- **ACTION ITEM**
In which lines of the data does the string "slides" appear? Copy every one.

- **DATA TO EXAMINE**
======

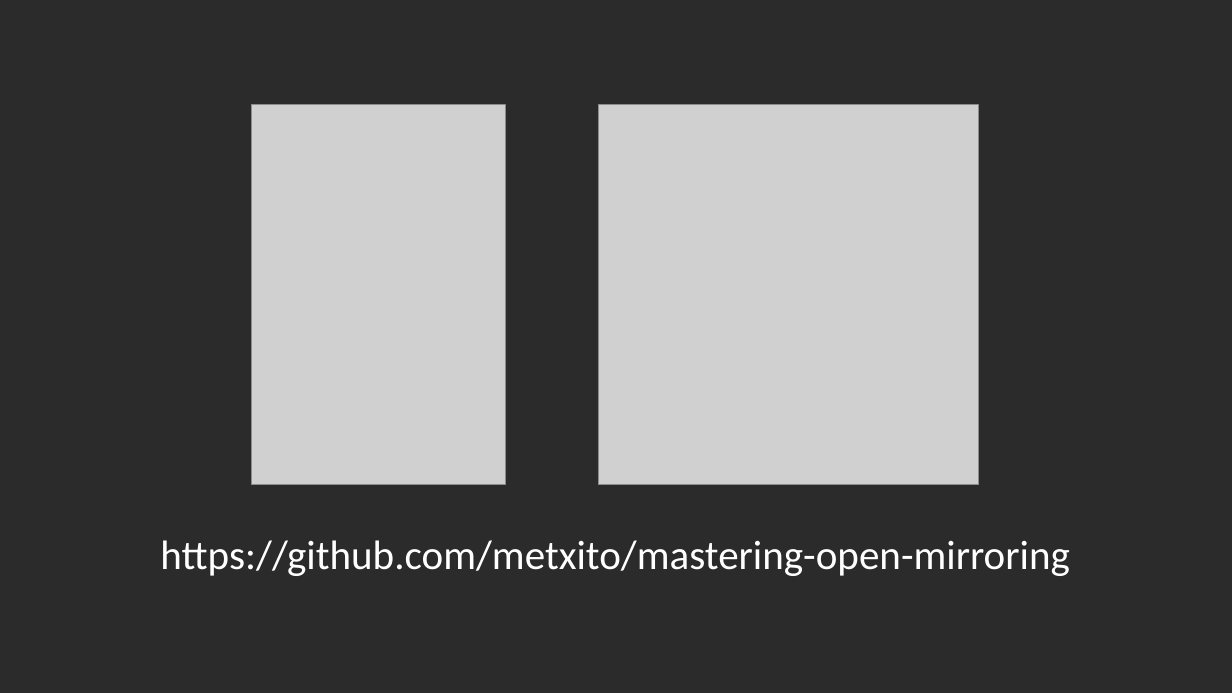
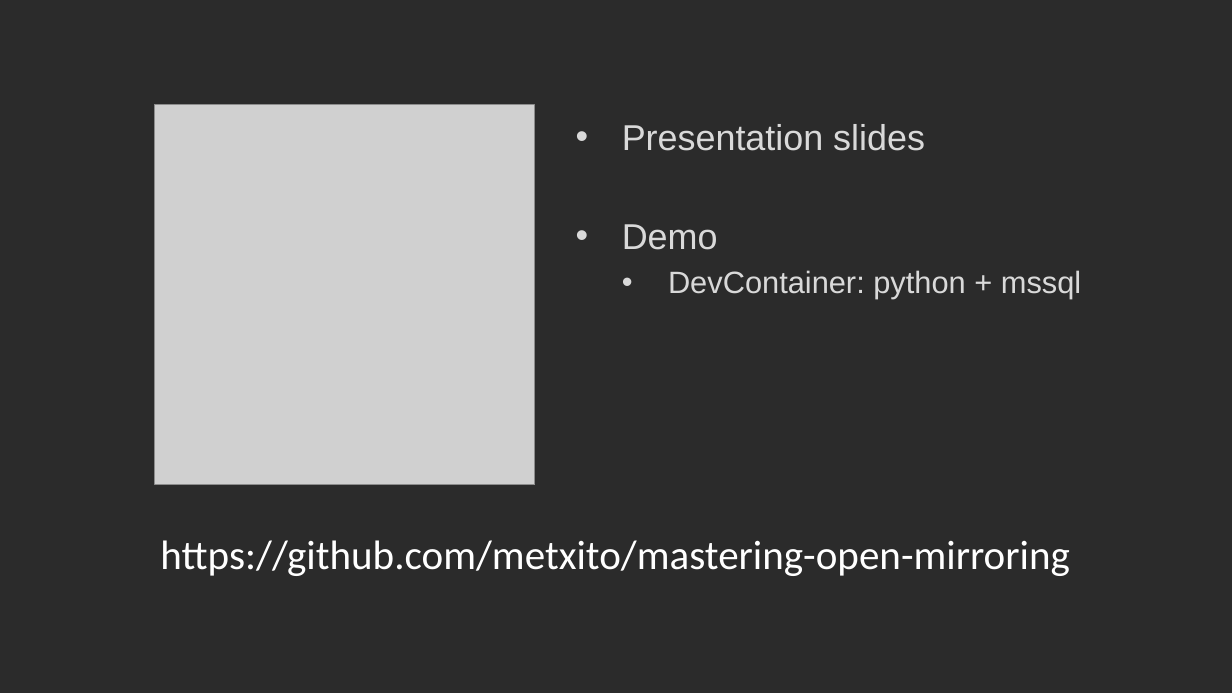
Before and after one commit to metxito/mastering-open-mirroring, a slide deck: slide 4 of documentation/under_edition/EMFCC25_SpeakerPPT_TemplateA_Styled.pptx. Drawn at 1232x693 pixels with LibreOffice and Linux fonts; fonts in the diff are those of the drawing; grey boxes stand for pictures; background and template pictures are left out; a plain dark background stands for a picture behind light text. Boxes give left, top, right and bottom in pixels: in the first picture for what was removed or moved away, otherwise in the second. Text is boxed around its words. In the diff, an @@ line names an element or a change of style, - is before the commit and + after.

```diff
--- a/documentation/under_edition/EMFCC25_SpeakerPPT_TemplateA_Styled.pptx
+++ b/documentation/under_edition/EMFCC25_SpeakerPPT_TemplateA_Styled.pptx
@@ picture: place and size @@
-picture at [599, 105, 979, 485]
+picture at [155, 105, 535, 485]
@@ picture removed at [252, 105, 506, 485] @@
@@ text added at [622, 124, 1081, 299], 24 pt, text #D9D9D9 @@
+• Presentation slides
+• Demo
+  • DevContainer: python + mssql
```
Also in this commit, not shown: 18 other slides changed, 1 slide added, 4 other files.

======

- **RESULT FOR THIS EXERCISE**
+• Presentation slides
Also in this commit, not shown: 18 other slides changed, 1 slide added, 4 other files.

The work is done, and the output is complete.